WORK INSTRUCTIONS: Please reproduce all of the data below exactly, leaving each picture out.

□ □ □

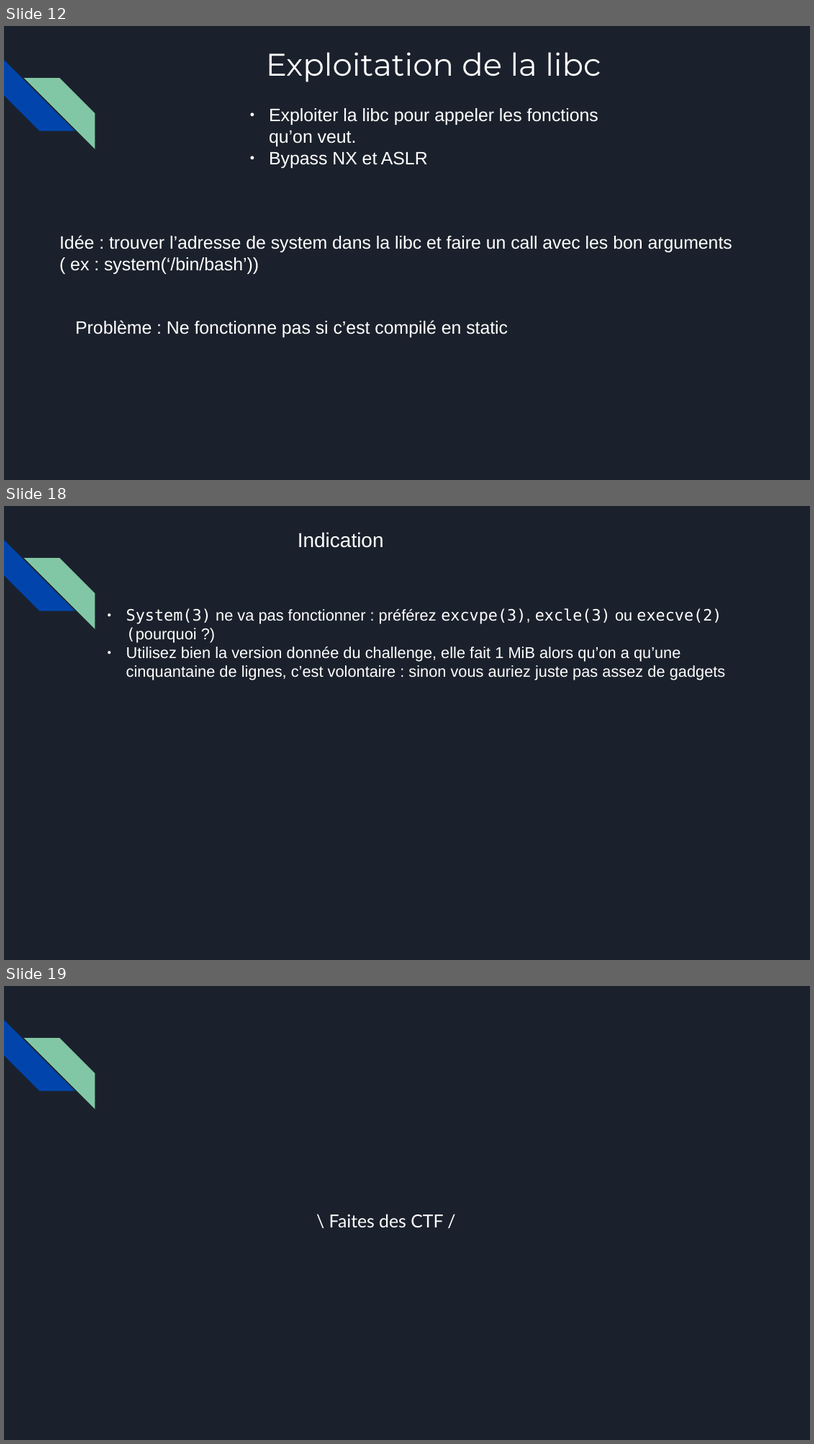
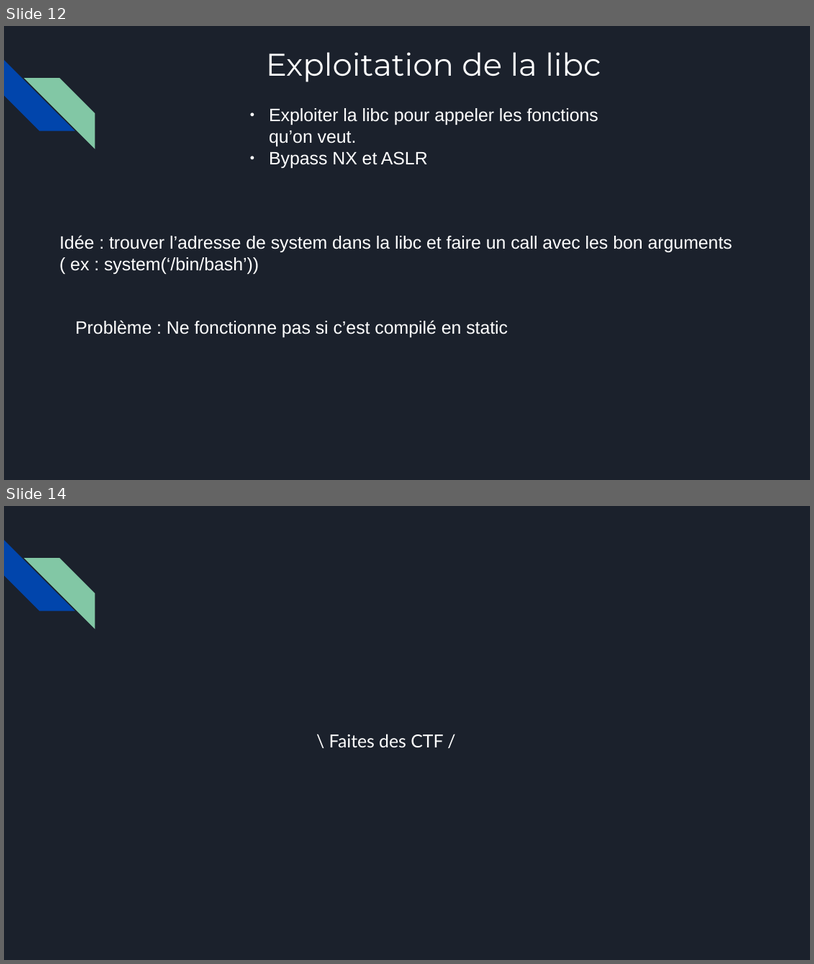
Before and after one commit to azazhe1/Workshop_pwn, a slide deck: Binary_Exploit.pptx. Shown one above the other, each under a label of ours: slides 12, 18 and 19 before the commit, slides 12 and 14 after it; the slides between them are not shown. The pictures are 814x1444 and 814x964 pixels, drawn with LibreOffice and Linux fonts; fonts in the diff are those of the drawing. Boxes give left, top, right and bottom in pixels: in the first picture for what was removed or moved away, otherwise in the second. Text is boxed around its words. In the diff, an @@ line names an element or a change of style, - is before the commit and + after.

```diff
--- a/Binary_Exploit.pptx
+++ b/Binary_Exploit.pptx
@@ slide 18 removed at [4, 506, 810, 960], background #1B212C; not listed: 2 template elements that a slide beside it also shows @@
@@ text removed at [298, 532, 384, 548] @@
-Indication
@@ text removed at [126, 608, 726, 680] @@
-● System(3) ne va pas fonctionner : préférez excvpe(3), excle(3) ou execve(2) (pourquoi ?)
-● Utilisez bien la version donnée du challenge, elle fait 1 MiB alors qu’on a qu’une cinquantaine de lignes, c’est volontaire : sinon vous auriez juste pas assez de gadgets
@@ what was slide 19 is now slide 14 @@
```
Also in this commit, not shown: 1 slide added, 5 other slides removed.

□ □ □

WRITTEN RESPONSE:
Before and after one commit to azazhe1/Workshop_pwn, a slide deck: Binary_Exploit.pptx. Shown one above the other, each under a label of ours: slides 12, 18 and 19 before the commit, slides 12 and 14 after it; the slides between them are not shown. The pictures are 814x1444 and 814x964 pixels, drawn with LibreOffice and Linux fonts; fonts in the diff are those of the drawing. Boxes give left, top, right and bottom in pixels: in the first picture for what was removed or moved away, otherwise in the second. Text is boxed around its words. In the diff, an @@ line names an element or a change of style, - is before the commit and + after.

```diff
--- a/Binary_Exploit.pptx
+++ b/Binary_Exploit.pptx
@@ slide 18 removed at [4, 506, 810, 960], background #1B212C; not listed: 2 template elements that a slide beside it also shows @@
@@ text removed at [298, 532, 384, 548] @@
-Indication
@@ text removed at [126, 608, 726, 680] @@
-● System(3) ne va pas fonctionner : préférez excvpe(3), excle(3) ou execve(2) (pourquoi ?)
-● Utilisez bien la version donnée du challenge, elle fait 1 MiB alors qu’on a qu’une cinquantaine de lignes, c’est volontaire : sinon vous auriez juste pas assez de gadgets
@@ what was slide 19 is now slide 14 @@
```
Also in this commit, not shown: 1 slide added, 5 other slides removed.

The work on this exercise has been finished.